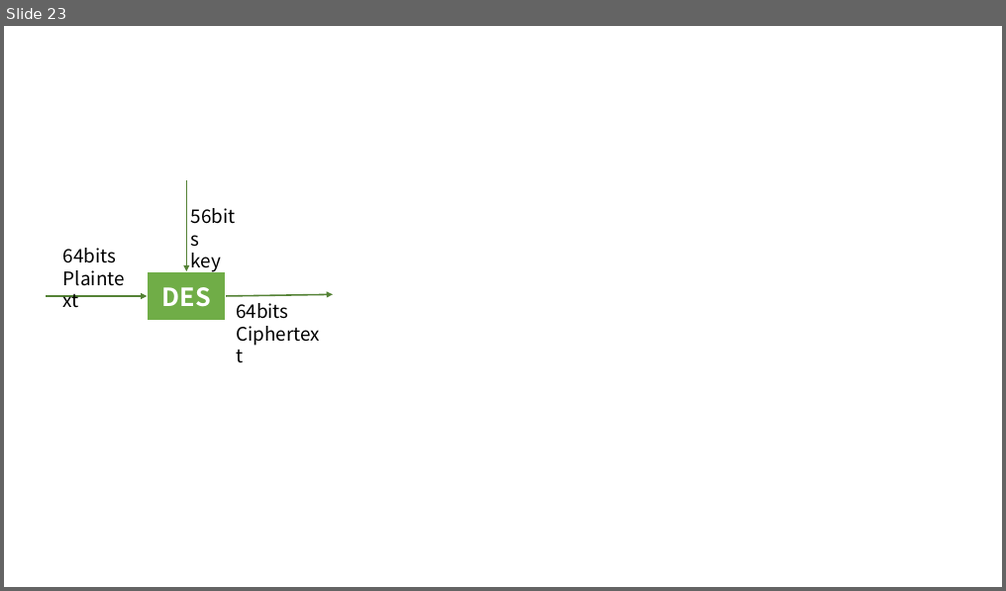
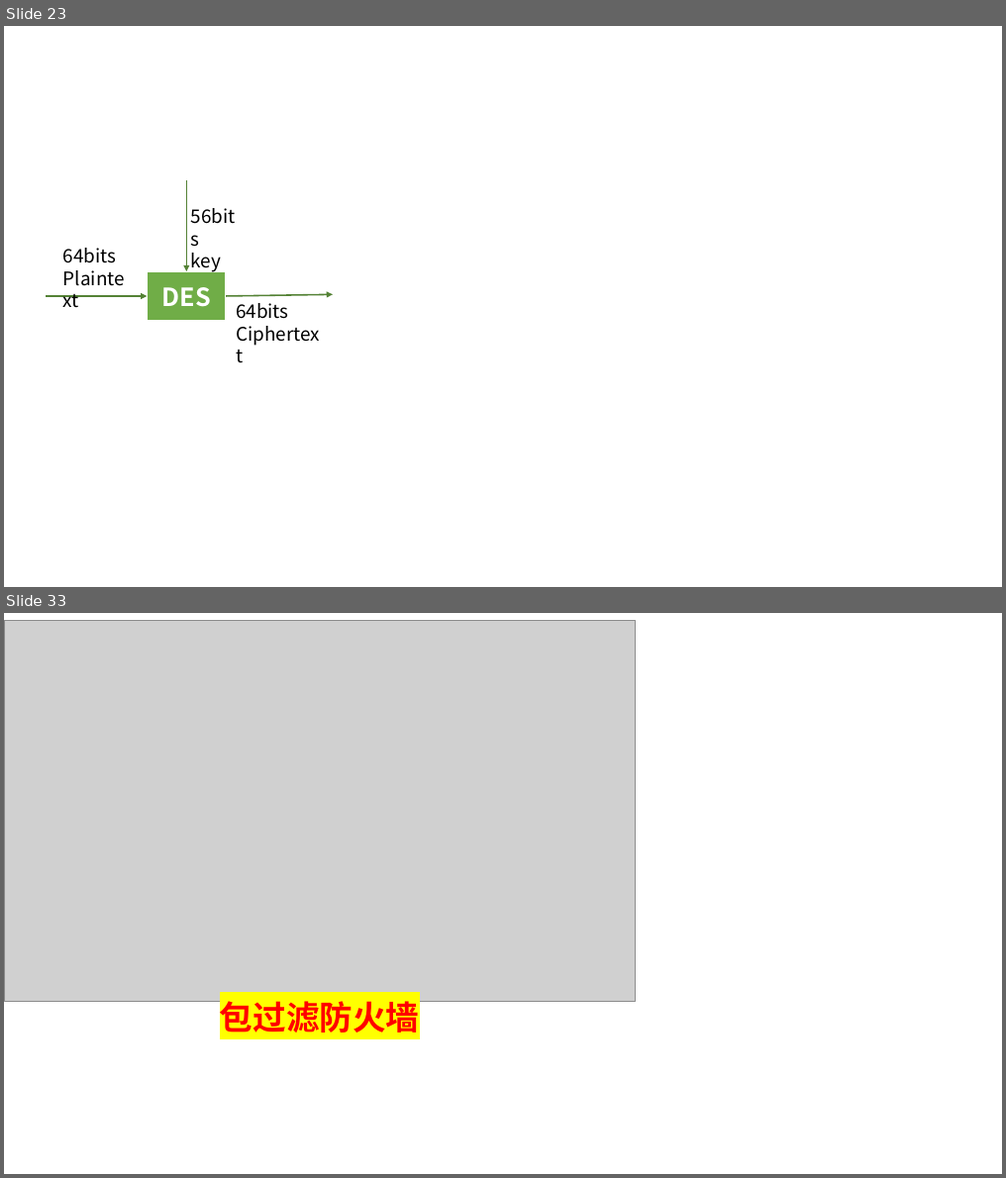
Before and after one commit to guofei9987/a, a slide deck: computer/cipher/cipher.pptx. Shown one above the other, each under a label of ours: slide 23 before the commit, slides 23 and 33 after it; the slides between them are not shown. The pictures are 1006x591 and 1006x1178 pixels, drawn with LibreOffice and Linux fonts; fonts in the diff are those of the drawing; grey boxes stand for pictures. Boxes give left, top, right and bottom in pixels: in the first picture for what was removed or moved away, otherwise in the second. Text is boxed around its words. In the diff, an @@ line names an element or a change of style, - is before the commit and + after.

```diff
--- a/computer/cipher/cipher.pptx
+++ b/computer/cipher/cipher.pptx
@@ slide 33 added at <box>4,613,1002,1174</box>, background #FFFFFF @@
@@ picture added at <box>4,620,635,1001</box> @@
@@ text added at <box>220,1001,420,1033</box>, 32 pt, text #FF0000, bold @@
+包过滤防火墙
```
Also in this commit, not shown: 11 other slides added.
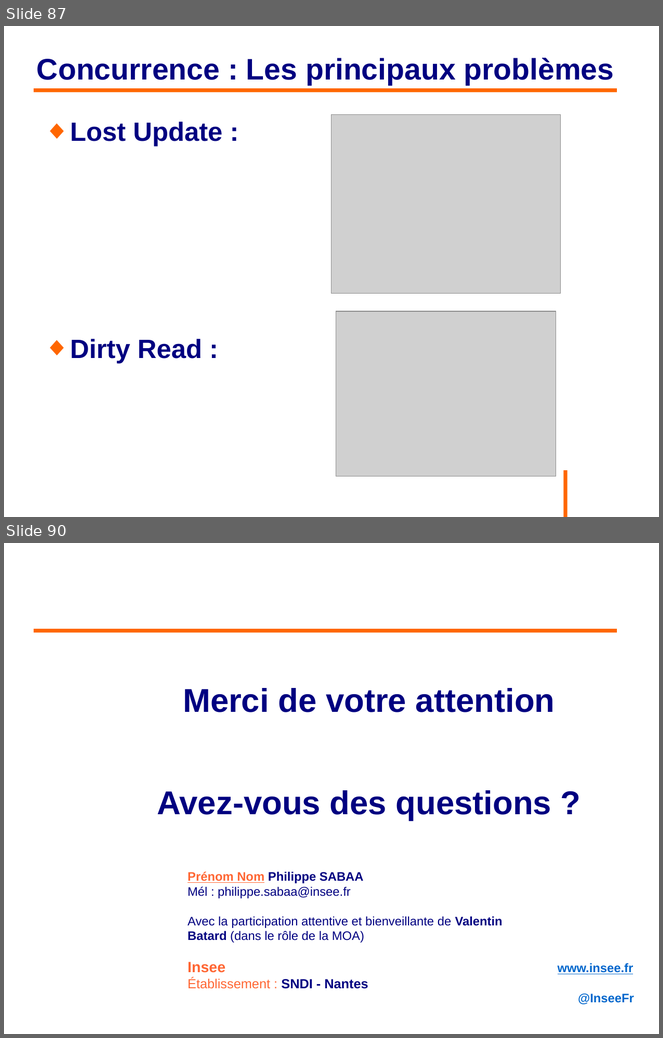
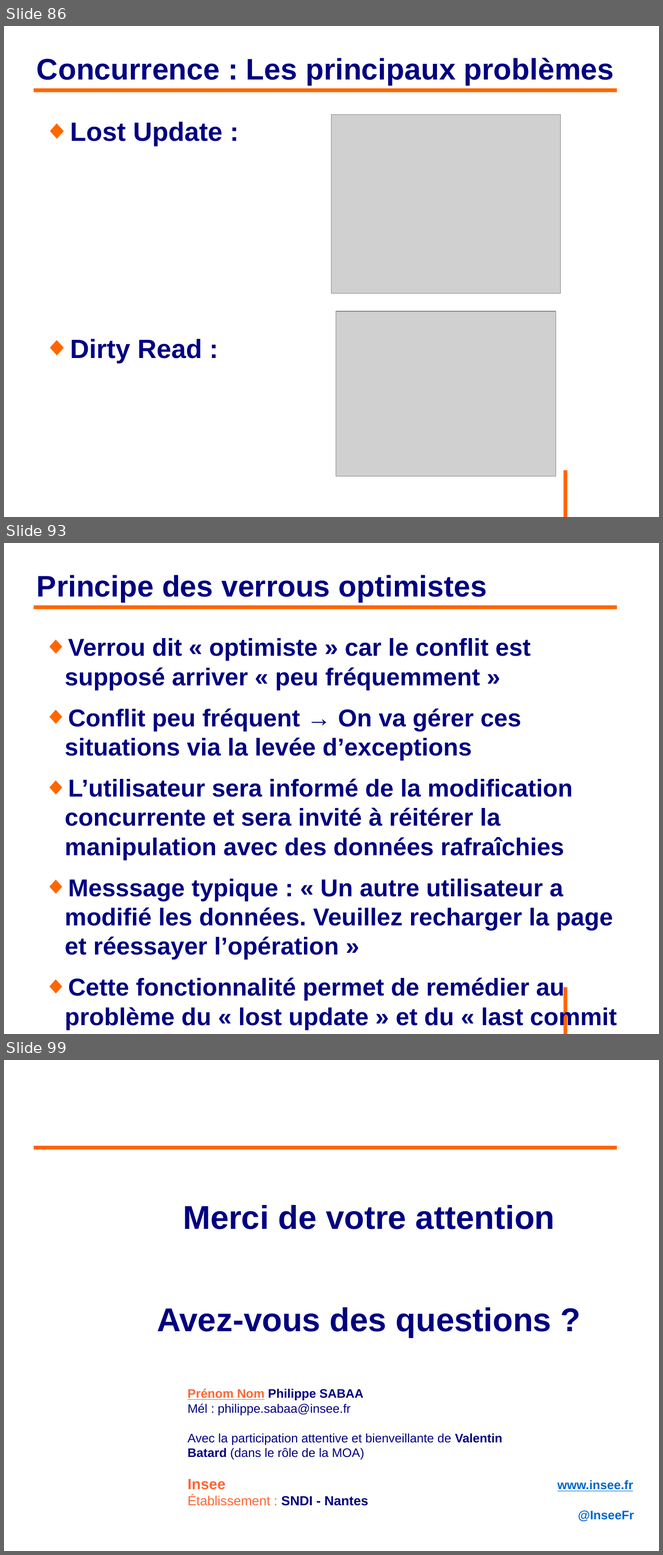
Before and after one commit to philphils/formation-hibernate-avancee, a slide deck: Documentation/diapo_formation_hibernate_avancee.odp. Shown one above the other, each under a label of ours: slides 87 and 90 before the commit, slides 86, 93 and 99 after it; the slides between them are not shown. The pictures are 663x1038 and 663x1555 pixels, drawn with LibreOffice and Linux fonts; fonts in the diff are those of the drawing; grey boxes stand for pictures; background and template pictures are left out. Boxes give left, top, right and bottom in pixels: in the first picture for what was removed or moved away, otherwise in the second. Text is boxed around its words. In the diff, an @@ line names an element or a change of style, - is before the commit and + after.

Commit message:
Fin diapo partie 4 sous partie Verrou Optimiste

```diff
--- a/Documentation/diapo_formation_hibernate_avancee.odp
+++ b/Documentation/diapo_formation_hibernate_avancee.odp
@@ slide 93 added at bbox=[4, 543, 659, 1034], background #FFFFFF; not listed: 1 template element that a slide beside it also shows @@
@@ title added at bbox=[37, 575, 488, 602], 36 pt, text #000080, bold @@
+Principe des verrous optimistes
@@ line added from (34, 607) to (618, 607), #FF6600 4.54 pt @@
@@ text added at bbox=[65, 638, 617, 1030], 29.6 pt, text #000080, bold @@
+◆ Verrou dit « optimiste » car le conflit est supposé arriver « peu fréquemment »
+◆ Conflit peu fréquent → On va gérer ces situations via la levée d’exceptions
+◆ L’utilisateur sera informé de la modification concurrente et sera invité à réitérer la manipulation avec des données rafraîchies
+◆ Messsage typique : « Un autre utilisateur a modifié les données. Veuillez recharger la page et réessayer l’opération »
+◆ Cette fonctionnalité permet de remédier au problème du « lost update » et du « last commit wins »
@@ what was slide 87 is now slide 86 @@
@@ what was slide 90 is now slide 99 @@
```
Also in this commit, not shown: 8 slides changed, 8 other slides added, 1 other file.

——————————

» **WORK INSTRUCTIONS**
Find every line in the records that contains the word "utilisateur"; copy those lines.

» **REPLY**
+◆ L’utilisateur sera informé de la modification concurrente et sera invité à réitérer la manipulation avec des données rafraîchies
+◆ Messsage typique : « Un autre utilisateur a modifié les données. Veuillez recharger la page et réessayer l’opération »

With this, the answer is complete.